When Isire returned to the house the following week, he discovered that the child had not received treatment. Isire unsuccessfully tried to convince the father to allow his child to spend a week at the health center. After numerous refusals by the father over the next few weeks, Isire involved the assistant chief of the area. The assistant chief sent a village elder to deliver a letter to the father. The father was quite upset that the assistant chief was requiring him to send his child to the clinic immediately. After an argument with the elder, the father acquiesced. One week later he finally allowed his wife to bring their son to the clinic where he was able to be treated. Thankfully, the little boy has improved immensely from the week of therapeutic food and is almost ready to return home from the clinic.

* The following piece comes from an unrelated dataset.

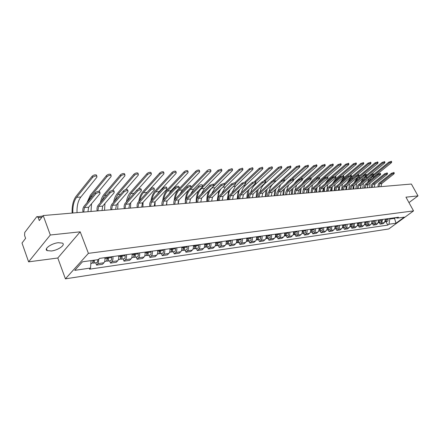 <?xml version="1.0" encoding="UTF-8"?>
<svg xmlns="http://www.w3.org/2000/svg" width="440" height="440" viewBox="0 0 440 440"><rect width="100%" height="100%" fill="white"/><g stroke="black" fill="none" stroke-linecap="round" stroke-linejoin="round"><path stroke-width="0.66" d="M58.267 242.715C51.447 243.342 43.461 249.073 47.179 250.624L51.376 250.982C58.141 250.299 65.989 244.695 62.348 243.095L58.267 242.715M50.319 235.004L28.6 261.844L57.8 258.011L65.412 278.839L388.768 228.965L413.54 210.898L88.413 253.347L80.201 231.825L50.319 235.004L43.197 215.551L411.378 184.041L418 195.888L405.955 197.17L413.54 210.898M28.6 261.844L22 243.023L25.614 238.343L24.579 235.428L24.739 232.474L36.658 216.838L42.818 216.04M408.958 202.609L418 195.888M41.844 217.305L38.22 217.619L39.298 220.6L43.197 215.551M38.22 217.619L37.158 216.53M98.956 258.968L97.983 263.615L96.58 265.117L102.52 264.259L103.934 262.763C104.891 261.591 105.193 259.892 104.836 257.664M95.689 262.801L96.58 265.117M112.838 256.559C113.196 258.77 112.888 260.458 111.925 261.619L110.506 263.103L116.27 262.273L117.7 260.794C118.668 259.639 118.976 257.961 118.618 255.767M109.615 260.827L110.506 263.103M126.385 254.694C126.737 256.872 126.429 258.533 125.455 259.683L124.02 261.151L129.613 260.343L131.054 258.88C132.033 257.741 132.341 256.086 131.989 253.924M123.129 258.907L124.02 261.151M139.524 252.885C139.876 255.03 139.562 256.669 138.578 257.807L137.132 259.254L142.566 258.473L144.018 257.026C145.002 255.899 145.321 254.265 144.969 252.137M136.241 257.048L137.132 259.254M152.29 251.13C152.636 253.242 152.317 254.859 151.327 255.981L149.864 257.416L155.144 256.652L156.607 255.228C157.597 254.111 157.922 252.5 157.575 250.404M148.973 255.244L149.864 257.416M164.681 249.425C165.028 251.504 164.703 253.099 163.702 254.21L162.234 255.629L167.365 254.887L168.834 253.473C169.835 252.373 170.165 250.784 169.818 248.716M161.343 253.49L162.234 255.629M176.726 247.764C177.067 249.816 176.737 251.394 175.736 252.489L174.257 253.891L179.24 253.171L180.725 251.774C181.726 250.685 182.061 249.117 181.715 247.077M173.365 251.779L174.257 253.891M188.43 246.153C188.771 248.177 188.436 249.733 187.429 250.811L185.944 252.203L190.79 251.499L192.28 250.118C193.292 249.04 193.622 247.495 193.287 245.487M185.053 250.124L185.944 252.203M199.815 244.585C200.151 246.582 199.815 248.116 198.803 249.189L197.307 250.558L202.026 249.876L203.522 248.512C204.534 247.445 204.875 245.922 204.534 243.936M196.416 248.512L197.307 250.558M210.887 243.062C211.222 245.031 210.887 246.543 209.869 247.605L208.368 248.958L212.955 248.298L214.456 246.945C215.479 245.894 215.82 244.387 215.485 242.429M207.477 246.939L208.368 248.958M221.667 241.577C222.002 243.518 221.656 245.014 220.632 246.059L219.131 247.401L223.597 246.758L225.104 245.421C226.127 244.382 226.474 242.891 226.138 240.966M218.24 245.416L219.131 247.401M232.161 240.136C232.49 242.049 232.144 243.524 231.121 244.563L229.609 245.889L233.965 245.262L235.472 243.936C236.5 242.907 236.847 241.439 236.517 239.536M228.723 243.925L229.609 245.889M242.374 238.728C242.704 240.62 242.358 242.077 241.329 243.1L239.816 244.415L244.057 243.799L245.57 242.495C246.598 241.472 246.95 240.026 246.62 238.145M238.931 242.479L239.816 244.415M252.329 237.358C252.659 239.223 252.307 240.664 251.279 241.676L249.766 242.974L253.897 242.38L255.409 241.082C256.443 240.075 256.795 238.645 256.465 236.786M248.881 241.065L249.766 242.974M262.031 236.022C262.356 237.864 262.004 239.283 260.975 240.29L259.457 241.577L263.483 240.994L265.001 239.712C266.035 238.711 266.387 237.298 266.062 235.466M258.577 239.69L259.457 241.577M271.491 234.718C271.815 236.539 271.458 237.941 270.43 238.937L268.906 240.207L272.839 239.641L274.357 238.376C275.385 237.386 275.743 235.989 275.423 234.179M268.031 238.348L268.906 240.207M280.714 233.453C281.034 235.246 280.676 236.632 279.648 237.617L278.124 238.876L281.958 238.321L283.476 237.066C284.51 236.088 284.867 234.707 284.548 232.925M277.25 237.045L278.124 238.876M289.713 232.21C290.032 233.987 289.674 235.356 288.64 236.33L287.117 237.578L290.857 237.039L292.38 235.796C293.409 234.828 293.772 233.459 293.452 231.698M286.242 235.769L287.117 237.578M298.491 231.006C298.81 232.755 298.447 234.113 297.413 235.07L295.895 236.308L299.541 235.78L301.065 234.553C302.099 233.591 302.456 232.243 302.143 230.5M295.026 234.52L295.895 236.308M307.06 229.823C307.373 231.556 307.016 232.892 305.982 233.849L304.458 235.07L308.022 234.553L309.546 233.338C310.58 232.386 310.937 231.055 310.624 229.334M303.595 233.305L304.458 235.07M315.43 228.674C315.739 230.384 315.375 231.71 314.347 232.65L312.824 233.86L316.305 233.36L317.823 232.15C318.857 231.215 319.22 229.895 318.907 228.195M311.96 232.117L312.824 233.86M323.598 227.546C323.906 229.235 323.548 230.549 322.514 231.479L320.997 232.683L324.395 232.188L325.914 230.995C326.948 230.065 327.305 228.762 326.997 227.079M320.133 230.956L320.997 232.683M331.584 226.446C331.887 228.118 331.524 229.416 330.495 230.34L328.977 231.528L332.299 231.049L333.817 229.862C334.846 228.943 335.209 227.651 334.906 225.99M328.119 229.823L328.977 231.528M339.383 225.374C339.686 227.024 339.323 228.305 338.294 229.224L336.776 230.401L340.027 229.928L341.539 228.756C342.568 227.849 342.93 226.573 342.628 224.928M335.923 228.718L336.776 230.401M347.006 224.323C347.309 225.957 346.945 227.227 345.917 228.129L344.405 229.295L347.578 228.839L349.091 227.678C350.119 226.776 350.482 225.511 350.18 223.889M343.552 227.634L344.405 229.295M354.459 223.3L354.211 226.001L351.857 228.223L354.965 227.772L356.675 226.452L357.522 225.016L357.566 222.871M351.01 226.578L351.857 228.223M361.752 222.294L361.499 224.972L359.15 227.167L362.186 226.727L363.891 225.418L364.815 223.707L364.788 221.876M358.303 225.544L359.15 227.167M368.88 221.315L368.957 222.838L368.495 224.208L366.284 226.132L369.254 225.704L370.959 224.411L371.806 223.003L371.85 220.907M365.442 224.532L366.284 226.132M375.859 220.352L375.936 221.865L375.469 223.218L373.263 225.126L376.173 224.708L377.674 223.586L378.763 219.956M372.427 223.542L373.263 225.126M382.685 219.412L381.596 223.025L380.094 224.142L382.938 223.729L384.439 222.618L385.528 219.021M379.258 222.569L380.094 224.142M91.064 260.612L90.519 268.037L74.729 270.353L82.467 261.805L98.368 259.6L99.484 258.401L398.492 217.239L397.309 218.108L404.327 217.135L396 223.207L388.96 224.24L389.807 219.032L394.642 218.361L395.637 217.63M90.519 268.037L89.441 269.197L387.811 225.088L388.96 224.24M65.412 278.839L88.413 253.347M57.8 258.011L80.201 231.825M394.345 217.811L396 223.207M389.51 218.477L389.807 219.032M385.952 221.623L387.811 225.088M395.714 217.619L397.309 218.108M82.979 212.146C82.605 209.721 82.924 207.812 83.93 206.421L95.211 192.77C96.63 191.554 98.059 191.125 99.484 191.488L99.721 192.077M84.387 207.592L88.622 207.251L99.957 193.677L99.957 192.671C98.533 192.313 97.108 192.742 95.678 193.963L84.387 207.592L83.727 212.08M88.622 207.251L87.956 211.717M72.144 213.07C71.841 205.849 73.189 200.216 76.18 196.169L92.13 176.237C93.544 175.005 94.963 174.587 96.399 174.988L96.646 175.604M77.044 212.652C76.786 205.97 78.05 200.761 80.845 197.032L96.883 177.205L96.872 176.16C95.436 175.764 94.012 176.181 92.604 177.413L76.626 197.323C73.843 201.069 72.584 206.299 72.847 213.01M92.829 260.37C93.005 262.053 92.659 263.054 91.784 263.357L90.855 263.489M93.649 260.255L93.159 261.778L92.862 261.696M94.386 260.15C94.562 261.839 94.215 262.829 93.341 263.137L92.51 262.807M97.663 259.694C97.845 261.377 97.493 262.367 96.618 262.669L93.341 263.137M97.163 210.931C96.789 208.544 97.114 206.663 98.137 205.293L109.549 191.829C110.957 190.636 112.343 190.212 113.718 190.559L113.944 191.12M98.593 206.443L102.696 206.113L114.163 192.726L114.191 191.73C112.822 191.384 111.43 191.807 110.022 193.001L98.593 206.443L97.917 210.865M102.696 206.113L102.014 210.513M110.919 209.754C110.55 207.405 110.88 205.552 111.914 204.198L123.442 190.916C124.839 189.75 126.192 189.332 127.512 189.662L127.732 190.19M112.371 205.332L116.353 205.007L127.936 191.802L127.991 190.812C126.671 190.482 125.312 190.899 123.921 192.071L112.371 205.332L111.678 209.688M116.353 205.007L115.654 209.347M86.917 202.807L90.338 195.206L106.486 175.555C107.877 174.345 109.269 173.932 110.644 174.317L110.886 174.9M98.813 191.318L111.1 176.512L111.117 175.472C109.736 175.093 108.35 175.505 106.953 176.715L90.783 196.339L88.193 201.262M106.711 257.406L106.882 258.187C107.14 259.952 106.799 261.008 105.864 261.36L104.643 261.531M107.47 257.301L107.69 258.286L106.953 259.76M108.224 257.197L108.394 257.978C108.653 259.743 108.312 260.794 107.377 261.146L106.574 260.854M111.403 256.757L111.573 257.538C111.832 259.292 111.491 260.343 110.556 260.695L107.377 261.146M91.526 203.77L91.003 211.459M100.425 202.587C101.145 199.122 102.361 196.35 104.076 194.277L120.395 174.895C121.776 173.712 123.129 173.299 124.46 173.668L124.685 174.224M112.486 190.421L124.889 175.84L124.927 174.806C123.602 174.444 122.249 174.851 120.868 176.033L104.522 195.393L101.585 201.218M120.384 255.519L120.555 256.295C120.813 258.033 120.467 259.072 119.526 259.419L118.421 259.578M121.094 255.426L121.314 256.394L120.621 257.873M121.853 255.321L122.023 256.091C122.276 257.824 121.935 258.869 120.989 259.215L120.214 258.957M124.938 254.892L125.109 255.662C125.362 257.389 125.021 258.429 124.075 258.775L120.989 259.215M104.951 203.484L104.55 210.298M124.267 208.61C123.899 206.294 124.24 204.468 125.279 203.132L136.923 190.031C138.303 188.887 139.623 188.474 140.894 188.793L141.103 189.294M125.741 204.254L129.608 203.94L141.295 190.905L141.372 189.921C140.102 189.607 138.776 190.02 137.395 191.169L125.741 204.254L125.032 208.544M129.608 203.94L128.893 208.214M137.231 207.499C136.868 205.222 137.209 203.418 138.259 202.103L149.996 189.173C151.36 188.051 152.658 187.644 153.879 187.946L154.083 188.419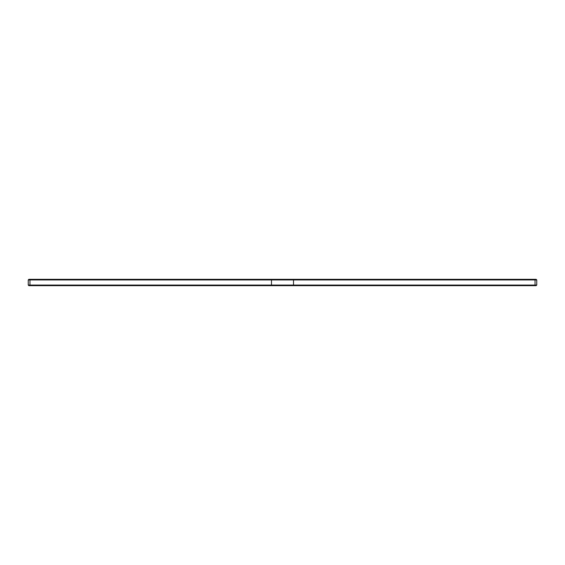 <?xml version="1.0" encoding="UTF-8"?>
<svg xmlns="http://www.w3.org/2000/svg" width="565" height="565" viewBox="0 0 565 565"><rect width="100%" height="100%" fill="white"/><g stroke="black" fill="none" stroke-linecap="round" stroke-linejoin="round"><path stroke-width="0.85" d="M30.482 279.322L29.952 279.929L536.75 279.929L536.143 279.322L28.857 279.322L28.25 279.929L29.952 279.929L29.952 285.071L536.75 285.071L536.75 279.929M28.25 285.071L29.952 285.071L30.482 285.678L28.857 285.678L28.25 285.071L28.25 279.929M536.75 285.071L536.143 285.678L30.482 285.678M272.019 279.322L271.49 279.929L271.49 285.071L272.019 285.678M292.981 279.322L293.51 279.929L293.51 285.071L292.981 285.678M534.518 279.322L535.048 279.929L535.048 285.071L534.518 285.678"/></g></svg>

Stories like this are heartbreaking. It reminds me why our work is so important. While this is an extreme example, it clearly illustrates why we need to make sure our programs work within established societal gender roles. Men need to understand and practice disease prevention behaviors just as much as women do. The more Nuru’s CHWs can increase awareness of how to prevent the diseases and conditions (like undernutrition, pneumonia, and diarrhea) that are killing children in this area, the more children will live to become adults. We need to educate and convince all of the men and women in Kuria that adopting healthy behaviors – like delivering their baby at the clinic, washing their hands with soap, breastfeeding their baby exclusively until it’s six months old, and sleeping under a mosquito net – can and will allow their children to live healthy, productive lives.